Dr. Deepak Malhotra is a globally recognized expert in mineral processing with over 50 years of experience in the mining industry. He has led projects across the full lifecycle of mineral development, including research and development, process design, plant commissioning, operational audits, and business strategy. Dr. Malhotra has played a key role in the commercialization of numerous processing plants globally, with capital costs ranging from $15 million to $750 million. He holds a Ph.D. in Mineral Economics and a Master of Science in Metallurgical Engineering. Dr. Malhotra is the author of over 60 technical publications, editor of several industry books, and the holder of four patents related to mineral processing technologies.
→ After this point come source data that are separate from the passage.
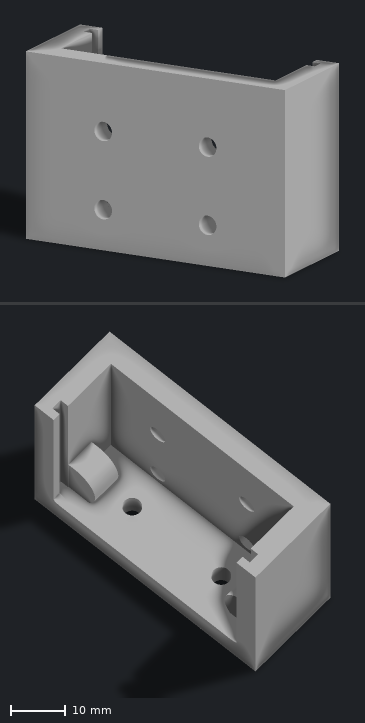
import cadquery as cq

width = 54.6
depth = 20.8
height = 36.0

side_wall = 4.7
front_wall = 4.9
floor_thickness = 4.9

groove_depth = 1.8
lip_thickness = 1.7
groove_width = 2.3

filler_thickness = 1.85
filler_radius = 3.45

boss_radius = 4.95
boss_length = 6.45
boss_back_gap = 4.1

hole_diameter = 3.7
hole_spacing_x = 22.0
front_hole_spacing_z = 15.0
front_hole_low_z = 7.8
floor_hole_y = 12.0

inner_half_width = width / 2 - side_wall
groove_half_width = inner_half_width + groove_depth
corner_axis_x = groove_half_width - filler_radius
corner_axis_z = floor_thickness + filler_radius
boss_back_y = depth - boss_back_gap


def box_between(x_range, y_range, z_range):
    """Box spanning the given (low, high) limits."""
    sizes = [high - low for low, high in (x_range, y_range, z_range)]
    return cq.Workplane("XY").box(*sizes, centered=False).translate((x_range[0], y_range[0], z_range[0]))


def cylinder_along_y(x, z, radius, y_range):
    """Cylinder parallel to Y, spanning the given (low, high) Y limits."""
    length = y_range[1] - y_range[0]
    axis = cq.Vector(0, 1, 0)
    return cq.Workplane(cq.Solid.makeCylinder(radius, length, cq.Vector(x, y_range[0], z), axis))


def make_shell():
    """Block with the cavity and the two plate grooves removed."""
    block = box_between((-width / 2, width / 2), (0, depth), (0, height))
    cavity = box_between(
        (-inner_half_width, inner_half_width), (front_wall, depth), (floor_thickness, height)
    )
    groove_back_y = depth - lip_thickness
    grooves = box_between(
        (-groove_half_width, groove_half_width),
        (groove_back_y - groove_width, groove_back_y),
        (floor_thickness, height),
    )
    return block.cut(cavity).cut(grooves)


def make_right_boss():
    """Boss with a flat top running from the right wall to a round end."""
    y_range = (boss_back_y - boss_length, boss_back_y)
    arm = box_between(
        (corner_axis_x, inner_half_width),
        y_range,
        (floor_thickness, corner_axis_z + boss_radius),
    )
    round_end = cylinder_along_y(corner_axis_x, corner_axis_z, boss_radius, y_range)
    return arm.union(round_end)


def make_right_filler():
    """Lower corner filler with a concave top, tangent to the floor and the groove bottom."""
    y_range = (depth - filler_thickness, depth)
    corner = box_between(
        (corner_axis_x, groove_half_width), y_range, (floor_thickness, corner_axis_z)
    )
    return corner.cut(cylinder_along_y(corner_axis_x, corner_axis_z, filler_radius, y_range))


def make_front_holes():
    """Four holes through the front wall."""
    holes = cq.Workplane("XY")
    for x in (-hole_spacing_x / 2, hole_spacing_x / 2):
        for z in (front_hole_low_z, front_hole_low_z + front_hole_spacing_z):
            holes = holes.add(cylinder_along_y(x, z, hole_diameter / 2, (0, front_wall)))
    return holes.combine()


def make_floor_holes():
    """Two holes through the floor."""
    centres = [(-hole_spacing_x / 2, floor_hole_y), (hole_spacing_x / 2, floor_hole_y)]
    return cq.Workplane("XY").pushPoints(centres).circle(hole_diameter / 2).extrude(floor_thickness)


result = make_shell()
for right_feature in (make_right_boss(), make_right_filler()):
    result = result.union(right_feature).union(right_feature.mirror("YZ"))
result = result.cut(make_front_holes()).cut(make_floor_holes())

Barry Miller is an accomplished entrepreneur and strategist with over 30 years of experience in developing natural resource businesses and mineral concessions. He has successfully identified and proving-up promising prospects in critical metals and minerals, and in precious metals. Mr. Miller has personally explored prospects located in the tropical rain forests of South America, the alpine forests and mountains of northern BC, and the Yukon. His extensive background includes the founding and leading of successful ventures and providing strategic guidance to both private and public companies through complex financial landscapes.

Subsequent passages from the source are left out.